- Task to carry out:
Without any of the pictures, print every record below exactly.

- Dataset excerpts:
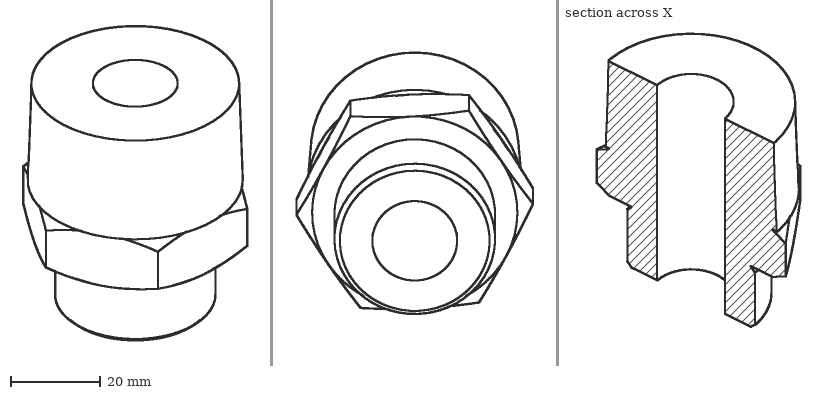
import cadquery as cq
import math

total_height = 58.0
hex_bottom = 18.0
hex_top = 32.0

spigot_diameter = 36.0
spigot_chamfer = 1.2

hex_across_corners = 53.1
hex_across_flats = hex_across_corners * math.cos(math.radians(30))
hex_chamfer_angle = 30.0

taper_base_diameter = 48.25
taper_ratio = 1 / 16
taper_height = total_height - hex_top
taper_top_diameter = taper_base_diameter - taper_ratio * taper_height

bore_diameter = 19.0


def make_spigot():
    """Cylinder below the hexagon, chamfered at both ends."""
    return cq.Workplane("XY").circle(spigot_diameter / 2).extrude(hex_bottom).edges().chamfer(spigot_chamfer)


def make_hexagon():
    """Hexagonal prism with its corners turned down to cones at both ends."""
    flat_radius = hex_across_flats / 2
    corner_radius = hex_across_corners / 2
    corner_drop = (corner_radius - flat_radius) * math.tan(math.radians(hex_chamfer_angle))
    prism = (
        cq.Workplane("XY", origin=(0, 0, hex_bottom))
        .polygon(6, hex_across_corners)
        .extrude(hex_top - hex_bottom)
        .rotate((0, 0, 0), (0, 0, 1), 90)
    )
    turned_blank = (
        cq.Workplane("XZ")
        .polyline([
            (0, hex_bottom),
            (flat_radius, hex_bottom),
            (corner_radius, hex_bottom + corner_drop),
            (corner_radius, hex_top - corner_drop),
            (flat_radius, hex_top),
            (0, hex_top),
        ])
        .close()
        .revolve(360, (0, 0), (0, 1))
    )
    return prism.intersect(turned_blank)


def make_tapered_body():
    """Conical body above the hexagon."""
    return (
        cq.Workplane("XZ")
        .polyline([
            (0, hex_top),
            (taper_base_diameter / 2, hex_top),
            (taper_top_diameter / 2, total_height),
            (0, total_height),
        ])
        .close()
        .revolve(360, (0, 0), (0, 1))
    )


bore = cq.Workplane("XY").circle(bore_diameter / 2).extrude(total_height)
result = make_spigot().union(make_hexagon()).union(make_tapered_body()).cut(bore)

- Solved exercise:
import cadquery as cq
import math

total_height = 58.0
hex_bottom = 18.0
hex_top = 32.0

spigot_diameter = 36.0
spigot_chamfer = 1.2

hex_across_corners = 53.1
hex_across_flats = hex_across_corners * math.cos(math.radians(30))
hex_chamfer_angle = 30.0

taper_base_diameter = 48.25
taper_ratio = 1 / 16
taper_height = total_height - hex_top
taper_top_diameter = taper_base_diameter - taper_ratio * taper_height

bore_diameter = 19.0


def make_spigot():
    """Cylinder below the hexagon, chamfered at both ends."""
    return cq.Workplane("XY").circle(spigot_diameter / 2).extrude(hex_bottom).edges().chamfer(spigot_chamfer)


def make_hexagon():
    """Hexagonal prism with its corners turned down to cones at both ends."""
    flat_radius = hex_across_flats / 2
    corner_radius = hex_across_corners / 2
    corner_drop = (corner_radius - flat_radius) * math.tan(math.radians(hex_chamfer_angle))
    prism = (
        cq.Workplane("XY", origin=(0, 0, hex_bottom))
        .polygon(6, hex_across_corners)
        .extrude(hex_top - hex_bottom)
        .rotate((0, 0, 0), (0, 0, 1), 90)
    )
    turned_blank = (
        cq.Workplane("XZ")
        .polyline([
            (0, hex_bottom),
            (flat_radius, hex_bottom),
            (corner_radius, hex_bottom + corner_drop),
            (corner_radius, hex_top - corner_drop),
            (flat_radius, hex_top),
            (0, hex_top),
        ])
        .close()
        .revolve(360, (0, 0), (0, 1))
    )
    return prism.intersect(turned_blank)


def make_tapered_body():
    """Conical body above the hexagon."""
    return (
        cq.Workplane("XZ")
        .polyline([
            (0, hex_top),
            (taper_base_diameter / 2, hex_top),
            (taper_top_diameter / 2, total_height),
            (0, total_height),
        ])
        .close()
        .revolve(360, (0, 0), (0, 1))
    )


bore = cq.Workplane("XY").circle(bore_diameter / 2).extrude(total_height)
result = make_spigot().union(make_hexagon()).union(make_tapered_body()).cut(bore)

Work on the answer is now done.